[[ DATA SUPPLIED open ]]

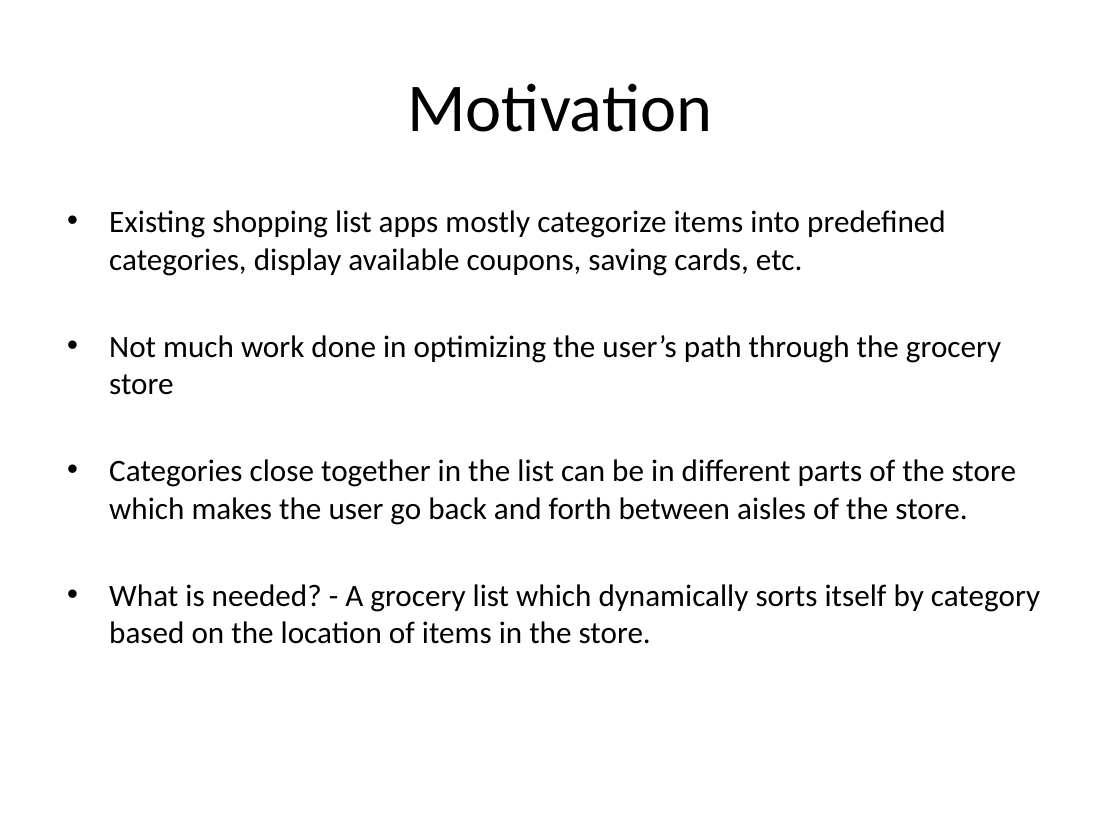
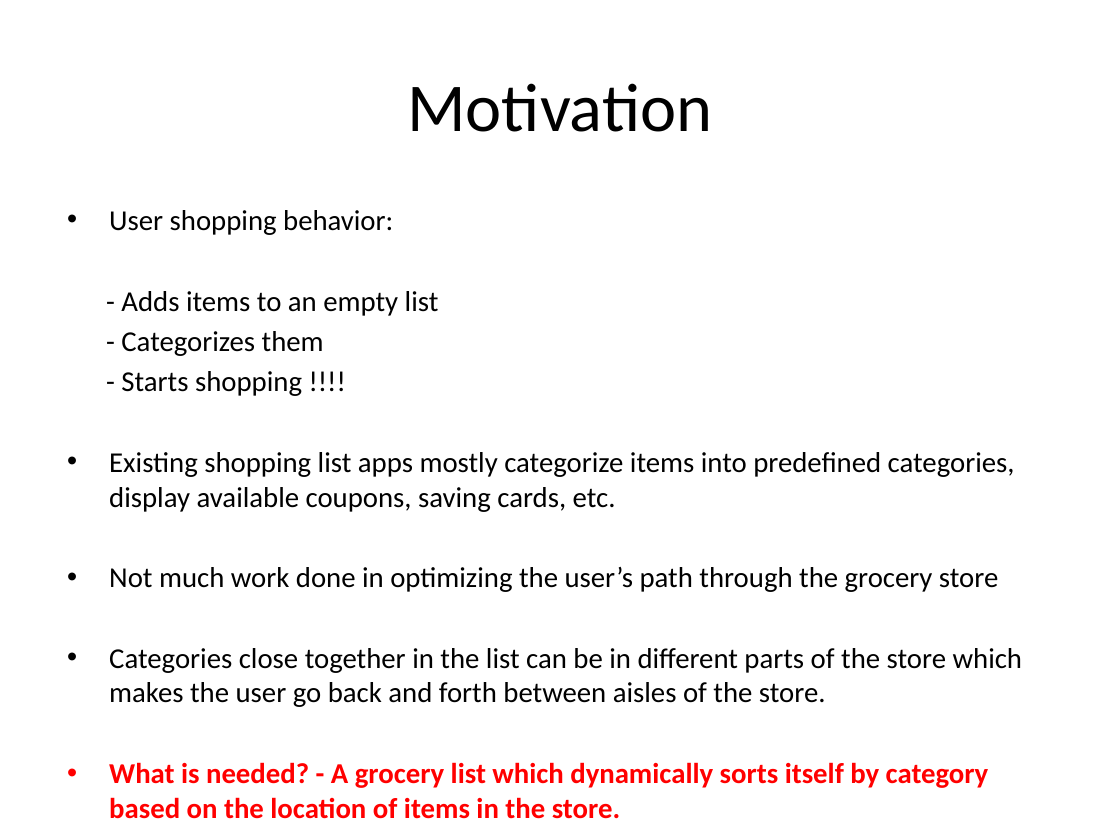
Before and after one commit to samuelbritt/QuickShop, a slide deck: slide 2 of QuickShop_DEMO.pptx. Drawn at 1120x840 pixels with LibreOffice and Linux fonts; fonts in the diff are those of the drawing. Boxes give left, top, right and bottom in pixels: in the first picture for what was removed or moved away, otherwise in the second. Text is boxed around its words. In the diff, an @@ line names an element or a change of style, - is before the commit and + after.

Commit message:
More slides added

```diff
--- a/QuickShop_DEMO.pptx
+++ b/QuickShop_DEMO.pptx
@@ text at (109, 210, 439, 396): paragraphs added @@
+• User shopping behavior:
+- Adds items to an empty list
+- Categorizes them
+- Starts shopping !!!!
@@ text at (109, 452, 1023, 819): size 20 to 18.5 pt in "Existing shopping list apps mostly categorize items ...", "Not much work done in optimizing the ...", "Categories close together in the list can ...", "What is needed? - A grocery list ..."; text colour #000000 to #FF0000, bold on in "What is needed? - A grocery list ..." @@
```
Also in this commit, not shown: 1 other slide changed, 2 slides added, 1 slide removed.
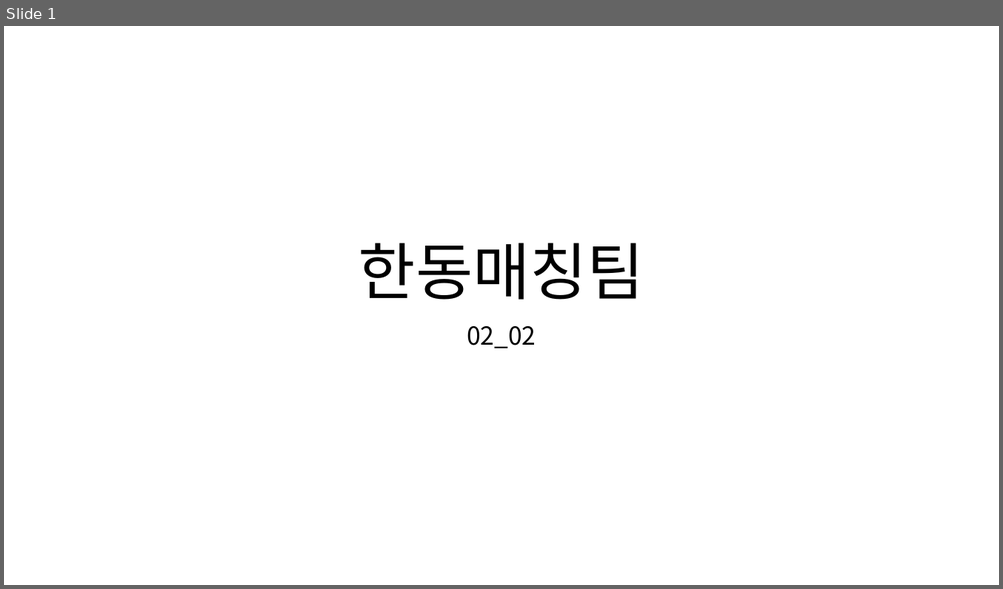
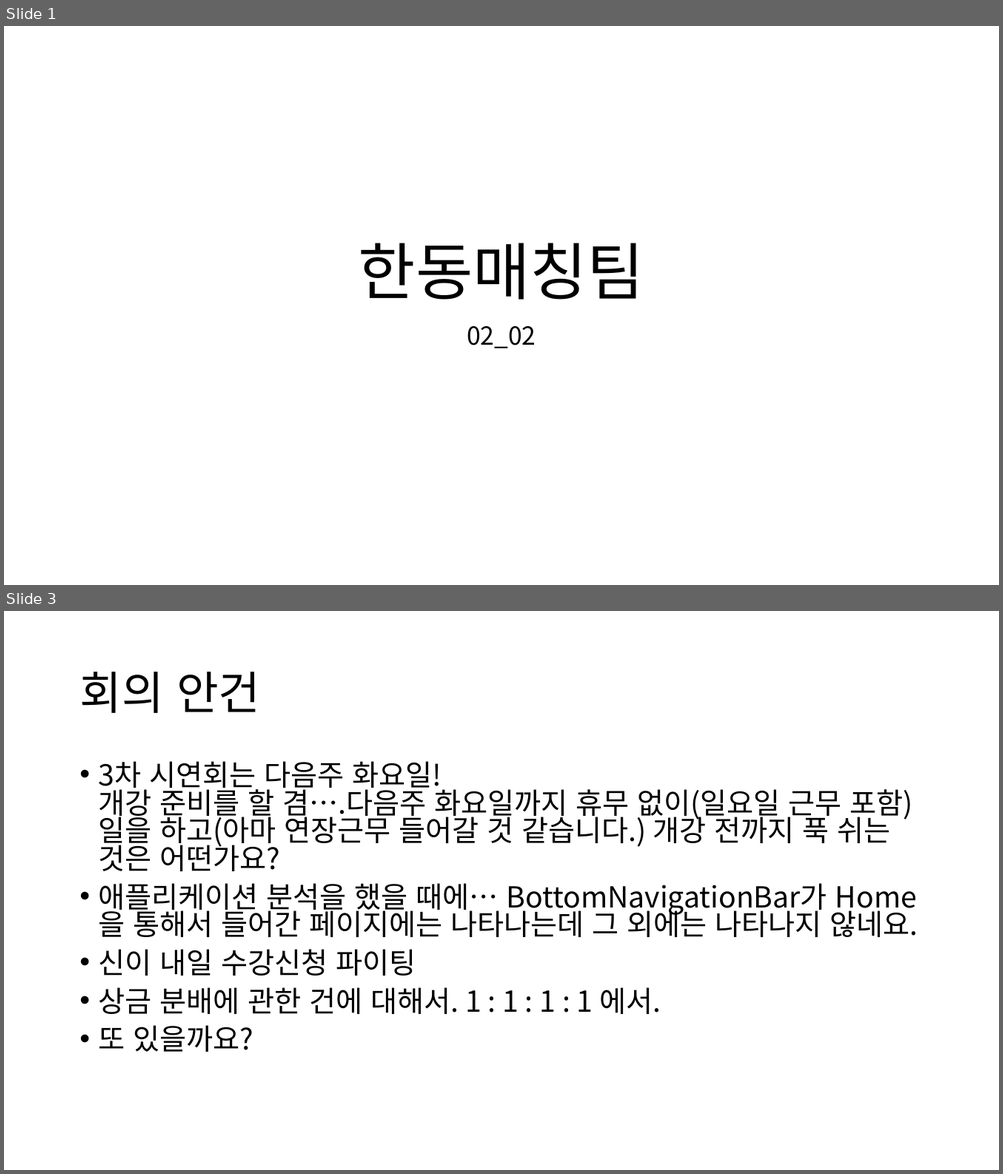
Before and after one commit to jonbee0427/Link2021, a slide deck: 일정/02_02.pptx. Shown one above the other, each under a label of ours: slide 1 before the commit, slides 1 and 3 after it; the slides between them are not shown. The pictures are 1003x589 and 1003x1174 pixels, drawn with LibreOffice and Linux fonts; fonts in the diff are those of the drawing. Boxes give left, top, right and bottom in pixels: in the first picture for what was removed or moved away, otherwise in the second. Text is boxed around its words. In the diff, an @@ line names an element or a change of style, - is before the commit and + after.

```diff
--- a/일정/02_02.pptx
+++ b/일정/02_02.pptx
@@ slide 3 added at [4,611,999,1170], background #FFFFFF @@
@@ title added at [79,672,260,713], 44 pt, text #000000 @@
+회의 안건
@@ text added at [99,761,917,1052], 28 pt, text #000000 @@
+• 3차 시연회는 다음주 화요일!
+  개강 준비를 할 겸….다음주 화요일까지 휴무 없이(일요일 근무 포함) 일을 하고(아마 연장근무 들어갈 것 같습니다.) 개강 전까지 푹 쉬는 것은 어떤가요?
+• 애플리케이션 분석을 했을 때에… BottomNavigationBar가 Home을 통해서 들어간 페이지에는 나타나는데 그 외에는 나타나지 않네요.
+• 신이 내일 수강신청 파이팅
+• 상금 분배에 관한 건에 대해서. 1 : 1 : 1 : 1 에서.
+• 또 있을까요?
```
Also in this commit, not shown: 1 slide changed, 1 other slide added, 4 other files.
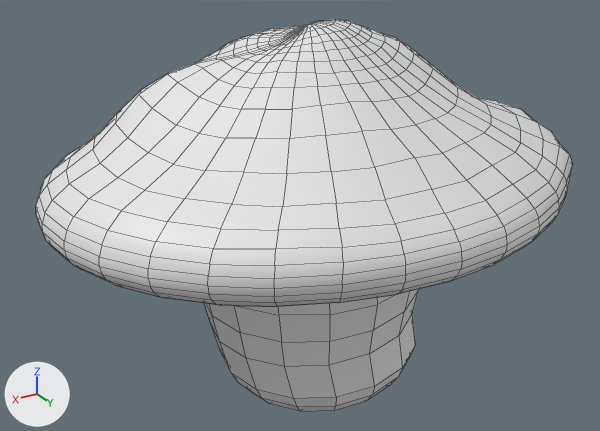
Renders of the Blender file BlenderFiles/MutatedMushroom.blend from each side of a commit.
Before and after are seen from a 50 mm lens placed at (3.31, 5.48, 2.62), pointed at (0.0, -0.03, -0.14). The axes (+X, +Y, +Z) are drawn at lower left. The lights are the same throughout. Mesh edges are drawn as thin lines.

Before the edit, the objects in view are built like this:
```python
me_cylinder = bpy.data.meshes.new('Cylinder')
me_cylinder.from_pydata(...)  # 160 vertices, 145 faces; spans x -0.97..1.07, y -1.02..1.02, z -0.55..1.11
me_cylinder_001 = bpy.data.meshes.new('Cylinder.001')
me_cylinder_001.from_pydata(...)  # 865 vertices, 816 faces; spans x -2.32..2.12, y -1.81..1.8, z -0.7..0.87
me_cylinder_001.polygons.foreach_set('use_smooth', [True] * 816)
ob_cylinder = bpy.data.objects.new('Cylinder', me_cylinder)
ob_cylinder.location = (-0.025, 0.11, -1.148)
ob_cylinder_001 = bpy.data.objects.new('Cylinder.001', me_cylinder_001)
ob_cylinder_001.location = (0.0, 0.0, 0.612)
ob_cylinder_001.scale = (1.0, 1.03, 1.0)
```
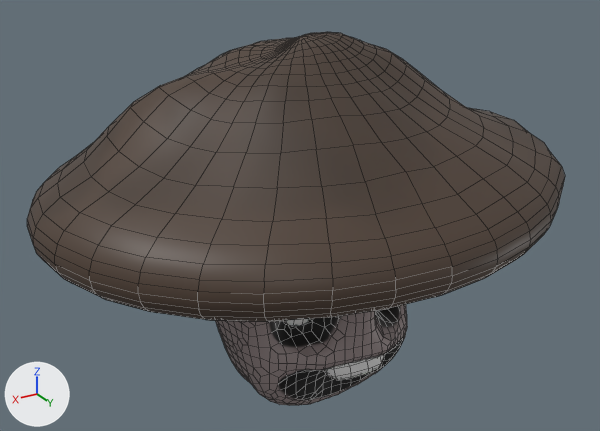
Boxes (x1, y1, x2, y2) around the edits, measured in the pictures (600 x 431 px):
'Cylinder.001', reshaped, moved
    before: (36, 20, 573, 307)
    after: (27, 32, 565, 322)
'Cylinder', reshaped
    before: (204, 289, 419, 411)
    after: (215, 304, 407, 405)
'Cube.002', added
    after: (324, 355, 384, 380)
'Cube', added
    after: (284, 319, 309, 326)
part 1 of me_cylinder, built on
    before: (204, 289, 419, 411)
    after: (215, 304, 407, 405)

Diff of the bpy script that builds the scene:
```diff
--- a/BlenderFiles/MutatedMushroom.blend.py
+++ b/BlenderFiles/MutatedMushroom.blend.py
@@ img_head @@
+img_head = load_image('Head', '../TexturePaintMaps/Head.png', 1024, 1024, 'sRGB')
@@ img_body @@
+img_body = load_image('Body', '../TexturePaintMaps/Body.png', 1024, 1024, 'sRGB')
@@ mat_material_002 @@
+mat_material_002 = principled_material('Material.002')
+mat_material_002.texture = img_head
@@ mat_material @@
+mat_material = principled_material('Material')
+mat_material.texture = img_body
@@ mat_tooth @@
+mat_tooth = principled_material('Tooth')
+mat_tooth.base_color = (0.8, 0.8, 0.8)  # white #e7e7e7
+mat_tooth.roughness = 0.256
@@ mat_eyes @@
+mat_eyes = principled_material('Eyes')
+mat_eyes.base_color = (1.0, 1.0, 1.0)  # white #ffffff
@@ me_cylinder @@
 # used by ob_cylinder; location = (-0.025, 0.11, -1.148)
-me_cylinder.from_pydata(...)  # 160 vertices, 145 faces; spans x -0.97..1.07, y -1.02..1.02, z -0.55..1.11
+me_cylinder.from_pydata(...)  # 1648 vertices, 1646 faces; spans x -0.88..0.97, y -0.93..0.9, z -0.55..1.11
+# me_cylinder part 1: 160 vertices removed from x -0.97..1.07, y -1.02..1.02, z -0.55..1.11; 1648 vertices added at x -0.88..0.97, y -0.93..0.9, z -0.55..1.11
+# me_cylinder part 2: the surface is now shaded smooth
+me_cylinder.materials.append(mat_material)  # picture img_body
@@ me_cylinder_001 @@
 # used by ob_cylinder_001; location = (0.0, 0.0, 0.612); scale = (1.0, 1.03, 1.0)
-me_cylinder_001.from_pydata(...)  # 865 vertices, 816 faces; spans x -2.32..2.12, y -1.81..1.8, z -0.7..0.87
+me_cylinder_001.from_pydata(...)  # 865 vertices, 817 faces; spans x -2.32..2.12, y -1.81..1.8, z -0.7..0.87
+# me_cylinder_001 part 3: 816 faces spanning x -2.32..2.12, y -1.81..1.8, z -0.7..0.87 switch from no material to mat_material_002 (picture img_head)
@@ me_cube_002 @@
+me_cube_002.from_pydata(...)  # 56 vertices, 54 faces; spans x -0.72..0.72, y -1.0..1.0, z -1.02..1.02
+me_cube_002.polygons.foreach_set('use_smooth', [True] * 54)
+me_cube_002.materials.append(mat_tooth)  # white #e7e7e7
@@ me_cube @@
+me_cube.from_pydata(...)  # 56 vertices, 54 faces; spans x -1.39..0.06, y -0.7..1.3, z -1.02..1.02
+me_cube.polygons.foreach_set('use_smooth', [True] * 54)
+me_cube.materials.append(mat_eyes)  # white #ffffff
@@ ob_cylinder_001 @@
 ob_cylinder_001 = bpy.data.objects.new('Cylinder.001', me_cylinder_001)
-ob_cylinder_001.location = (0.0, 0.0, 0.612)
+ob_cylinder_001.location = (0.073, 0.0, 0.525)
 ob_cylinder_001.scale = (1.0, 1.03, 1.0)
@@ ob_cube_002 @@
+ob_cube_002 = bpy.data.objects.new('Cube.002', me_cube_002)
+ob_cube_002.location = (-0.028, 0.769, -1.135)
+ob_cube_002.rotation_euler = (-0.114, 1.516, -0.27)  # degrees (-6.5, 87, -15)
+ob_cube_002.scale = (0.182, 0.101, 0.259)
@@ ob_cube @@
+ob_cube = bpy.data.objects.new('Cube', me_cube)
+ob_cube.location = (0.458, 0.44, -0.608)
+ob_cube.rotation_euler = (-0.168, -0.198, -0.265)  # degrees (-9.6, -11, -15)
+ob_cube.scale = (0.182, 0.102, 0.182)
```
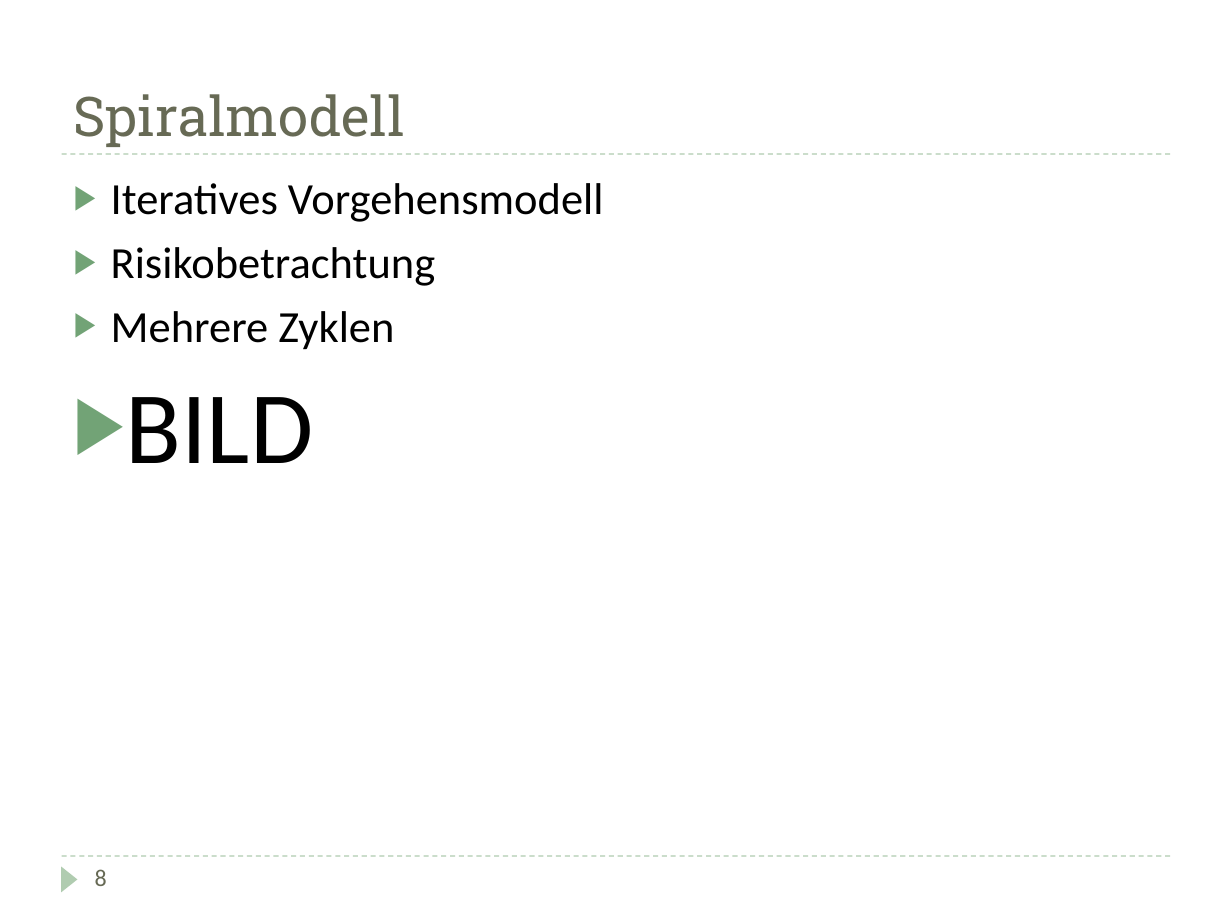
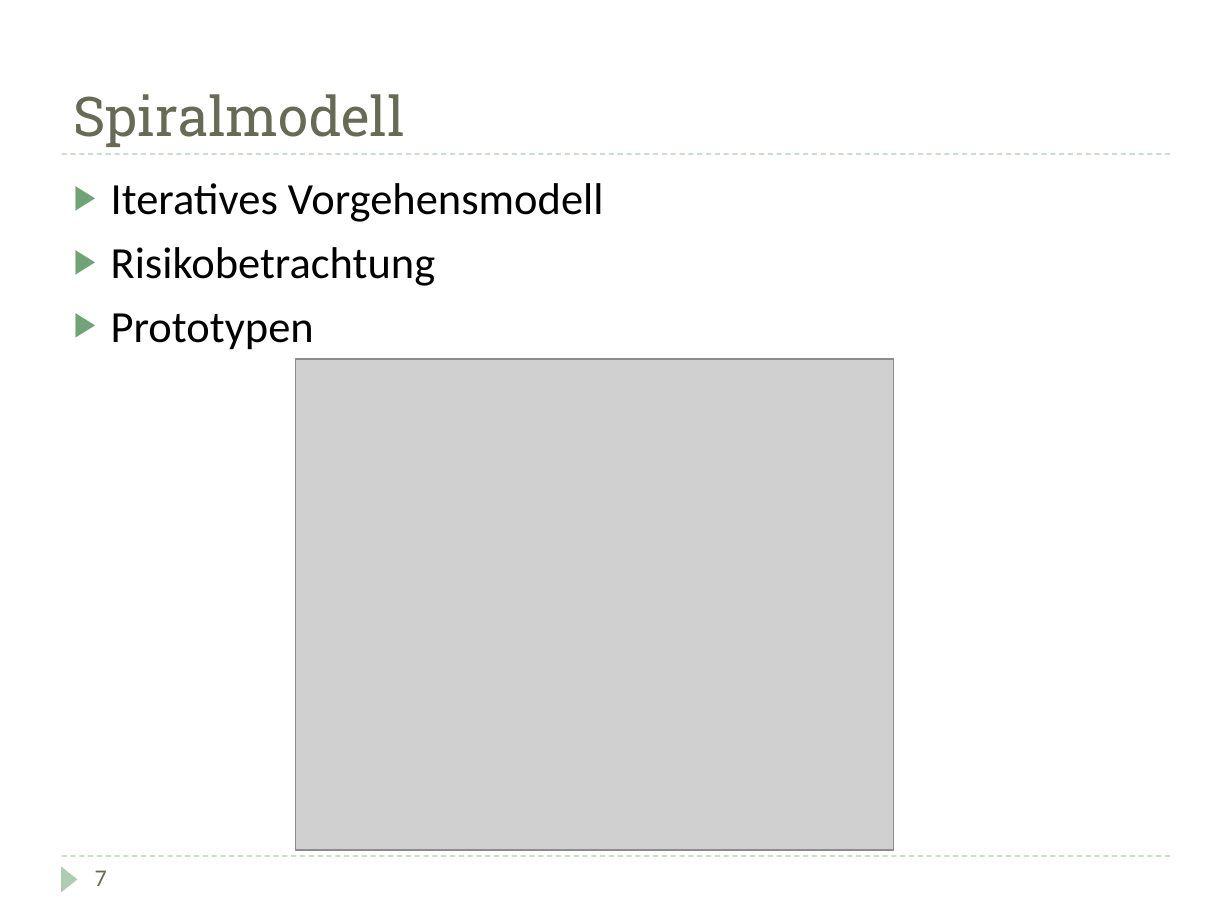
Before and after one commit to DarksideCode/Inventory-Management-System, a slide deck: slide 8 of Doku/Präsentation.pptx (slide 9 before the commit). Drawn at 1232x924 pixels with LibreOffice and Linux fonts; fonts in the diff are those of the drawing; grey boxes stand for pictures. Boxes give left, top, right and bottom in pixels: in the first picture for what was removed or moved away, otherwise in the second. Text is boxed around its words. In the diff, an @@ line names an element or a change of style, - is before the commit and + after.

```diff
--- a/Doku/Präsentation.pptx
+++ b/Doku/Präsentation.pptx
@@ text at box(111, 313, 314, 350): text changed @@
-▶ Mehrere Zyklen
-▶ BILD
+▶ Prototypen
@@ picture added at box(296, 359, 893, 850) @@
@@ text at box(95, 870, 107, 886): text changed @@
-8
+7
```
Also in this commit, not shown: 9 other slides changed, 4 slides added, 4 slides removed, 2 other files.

[[ DATA SUPPLIED closed ]]

WORK TO BE COMPLETED>
Set down the records above exactly as written, beginning with the first line and ending with the line that contains "Also in this commit, not shown: 1 other", and do not include pictures.

ANSWER FOR THIS EXERCISE>
Before and after one commit to samuelbritt/QuickShop, a slide deck: slide 2 of QuickShop_DEMO.pptx. Drawn at 1120x840 pixels with LibreOffice and Linux fonts; fonts in the diff are those of the drawing. Boxes give left, top, right and bottom in pixels: in the first picture for what was removed or moved away, otherwise in the second. Text is boxed around its words. In the diff, an @@ line names an element or a change of style, - is before the commit and + after.

Commit message:
More slides added

```diff
--- a/QuickShop_DEMO.pptx
+++ b/QuickShop_DEMO.pptx
@@ text at (109, 210, 439, 396): paragraphs added @@
+• User shopping behavior:
+- Adds items to an empty list
+- Categorizes them
+- Starts shopping !!!!
@@ text at (109, 452, 1023, 819): size 20 to 18.5 pt in "Existing shopping list apps mostly categorize items ...", "Not much work done in optimizing the ...", "Categories close together in the list can ...", "What is needed? - A grocery list ..."; text colour #000000 to #FF0000, bold on in "What is needed? - A grocery list ..." @@
```
Also in this commit, not shown: 1 other slide changed, 2 slides added, 1 slide removed.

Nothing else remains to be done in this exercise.